Kasi Penkum Kejati Banten, Rangga Adekresna mengungkapkan, DLH Kota Tangsel awalnya membuat pengadaan penyediaan jasa layanan pengangkutan dan pengelolaan sampah. Rinciannya, Rp50,7 miliar jasa pengangkutan dan Rp25,2 miliar untuk jasa pengelolaan.
Baca Juga
- Kejati Banten Kembali Teliti Dugaan Korupsi Pengadaan Internet Diskominfo Kabupaten Tangerang
- Dugaan Korupsi Dana Desa, Kejari Geledah Kantor DPMPD Kabupaten Tangerang
“Tersangka SYM telah bersekongkol dengan saudara WL, Kepala Dinas DLH Kota Tangsel mengurus KBLI (klasifikasi baku lapangan usaha Indonesia) agar PT EPP memiliki KBLI pengelolaan sampah tidak hanya KBLI pengangkutan,” kata Kasi Penkum Kejati Banten Rangga Adekresna, pada Senin, (14/04).
Rangga mengatakan, Tim penyidik menemukan dugaan persekongkolan antara Pemkot Tangsel dan PT EPP. Perusahaan tersebut ternyata tidak melakukan item pekerjaan sesuai dalam kontrak.
“PT EPP tidak memiliki fasilitas, kapasitas dan atau kompetensi sebagai perusahaan yang dapat melakukan pekerjaan pengelolaan sampah sesuai dengan ketentuan yang berlaku,” paparnya.
Persekongkolan lain juga diduga dilakukan dengan membentuk CV Bank Sampah Induk Rumpintama (BSIR) sebelum kontrak pengelolaan sampah dibuat.
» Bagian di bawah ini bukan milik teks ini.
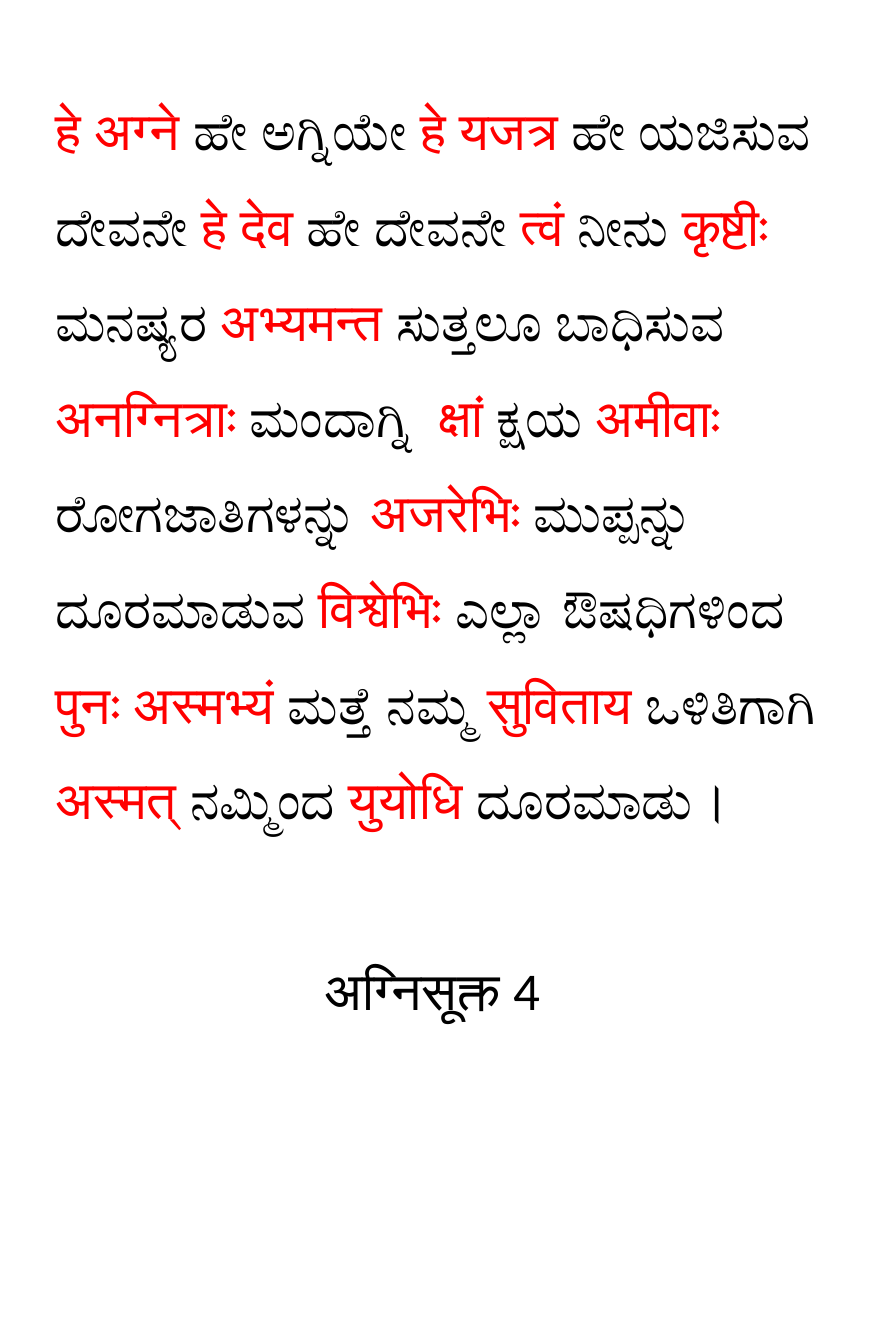
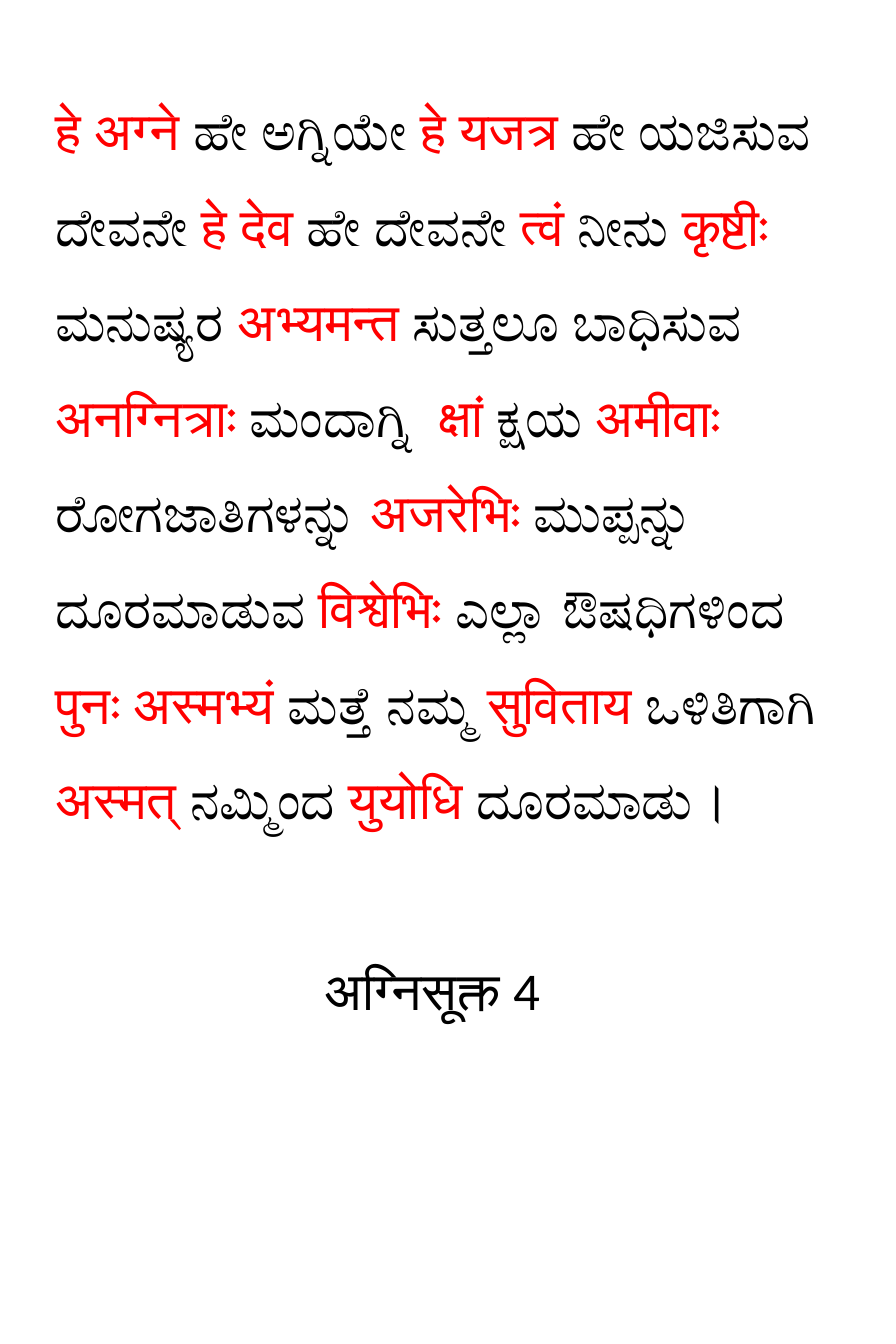
Before and after one commit to GIRISHVBHAGWAT/MY_Documents, a slide deck: slide 4 of Sookta_Artha/agni_sookta.pptx. Drawn at 896x1344 pixels with LibreOffice and Linux fonts; fonts in the diff are those of the drawing. Boxes give left, top, right and bottom in pixels: in the first picture for what was removed or moved away, otherwise in the second. Text is boxed around its words. In the diff, an @@ line names an element or a change of style, - is before the commit and + after.

```diff
--- a/Sookta_Artha/agni_sookta.pptx
+++ b/Sookta_Artha/agni_sookta.pptx
@@ title at bbox=[55, 109, 815, 1024]: text changed @@
-हे अग्ने ಹೇ ಅಗ್ನಿಯೇ हे यजत्र ಹೇ ಯಜಿಸುವ ದೇವನೇ हे देव ಹೇ ದೇವನೇ त्वं ನೀನು कृष्टीः ಮನಷ್ಯರ अभ्यमन्त ಸುತ್ತಲೂ ಬಾಧಿಸುವ अनग्नित्राः ಮಂದಾಗ್ನಿ क्षां ಕ್ಷಯ अमीवाः ರೋಗಜಾತಿಗಳನ್ನು अजरेभिः ಮುಪ್ಪನ್ನು ದೂರಮಾಡುವ विश्वेभिः ಎಲ್ಲಾ ಔಷಧಿಗಳಿಂದ पुनः अस्मभ्यं ಮತ್ತೆ ನಮ್ಮ सुविताय ಒಳಿತಿಗಾಗಿ अस्मत् ನಮ್ಮಿಂದ युयोधि ದೂರಮಾಡು।
-अग्निसूक्त 4
+हे अग्ने ಹೇ ಅಗ್ನಿಯೇ हे यजत्र ಹೇ ಯಜಿಸುವ ದೇವನೇ हे देव ಹೇ ದೇವನೇ त्वं ನೀನು कृष्टीः ಮನುಷ್ಯರ अभ्यमन्त ಸುತ್ತಲೂ ಬಾಧಿಸುವ अनग्नित्राः ಮಂದಾಗ್ನಿ क्षां ಕ್ಷಯ अमीवाः ರೋಗಜಾತಿಗಳನ್ನು अजरेभिः ಮುಪ್ಪನ್ನು ದೂರಮಾಡುವ विश्वेभिः ಎಲ್ಲಾ ಔಷಧಿಗಳಿಂದ पुनः अस्मभ्यं ಮತ್ತೆ ನಮ್ಮ सुविताय ಒಳಿತಿಗಾಗಿ अस्मत् ನಮ್ಮಿಂದ युयोधि ದೂರಮಾಡು।
+अग्निसूक्त 4
```
Also in this commit, not shown: 1 other file.

Antara tersangka SYM, Kadis DLH dan Direktur BSIR Agus Syamsudin menyepakati bahwa CV BSIR sebagai pendukung kegiatan pengelolaan sampah. Wahyunoto juga menempatkan penjaga kebunnya, yaitu Sulaiman, sebagai direktur operasional CV BSIR.
Dalam pelaksanaan kontrak pengelolaan dan pengangkutan sampah Tangsel, PT EPP tidak melakukan pengelolaan sampah sesuai dengan peraturan perundang-undangan. Padahal perusahaan tersebut telah mendapatkan pembayaran dari kontrak senilai Rp 75,9 miliar.
“Dalam melaksanakan pengangkutan sampah, PT EPP ternyata tidak melakukan distribusi sebagian besar sampah ke lokasi yang sesuai dengan kriteria Tempat Pemrosesan Akhir atau TPA sebagaimana ketentuan yang berlaku,” paparnya.
Dalam praktiknya, PT EPP juga tidak mendistribusikan sebagian besar sampah ke lokasi Tempat Pemrosesan Akhir (TPA) sesuai ketentuan. Selain itu, pekerjaan pengelolaan dan pengangkutan dialihkan ke sejumlah pihak lain seperti PT OKE, PT BKO, PT MSR, PT WWT, PT ADH, PT SKS, dan CV BSIR.
Perbuatan tersangka ini melanggar pasal Pasal 2 Undang-undang Tindak Pidana Korupsi. Tim Pidsus kemudian menahan tersangka di Rutan Kelas IIB Serang.
“Tersangka SYM dilakukan penahanan oleh penyidik untuk 20 hari ke depan,” tuturnya.
Sementara, untuk Kepala Dinas DLH Kota Tangsel belum ditetapkan sebagai tersangka. Penyidik masih mendalami peran kepala dinas namun sudah diperiksa sebagai saksi.
“Sementara belum, masih diperiksa masih mendalami perkara tersebut, WL sudah diperiksa sebagai saksi,” paparnya.
Hingga kini, tim penyidik juga masih menunggu hasil penghitungan kerugian negara dari kantor akuntan publik.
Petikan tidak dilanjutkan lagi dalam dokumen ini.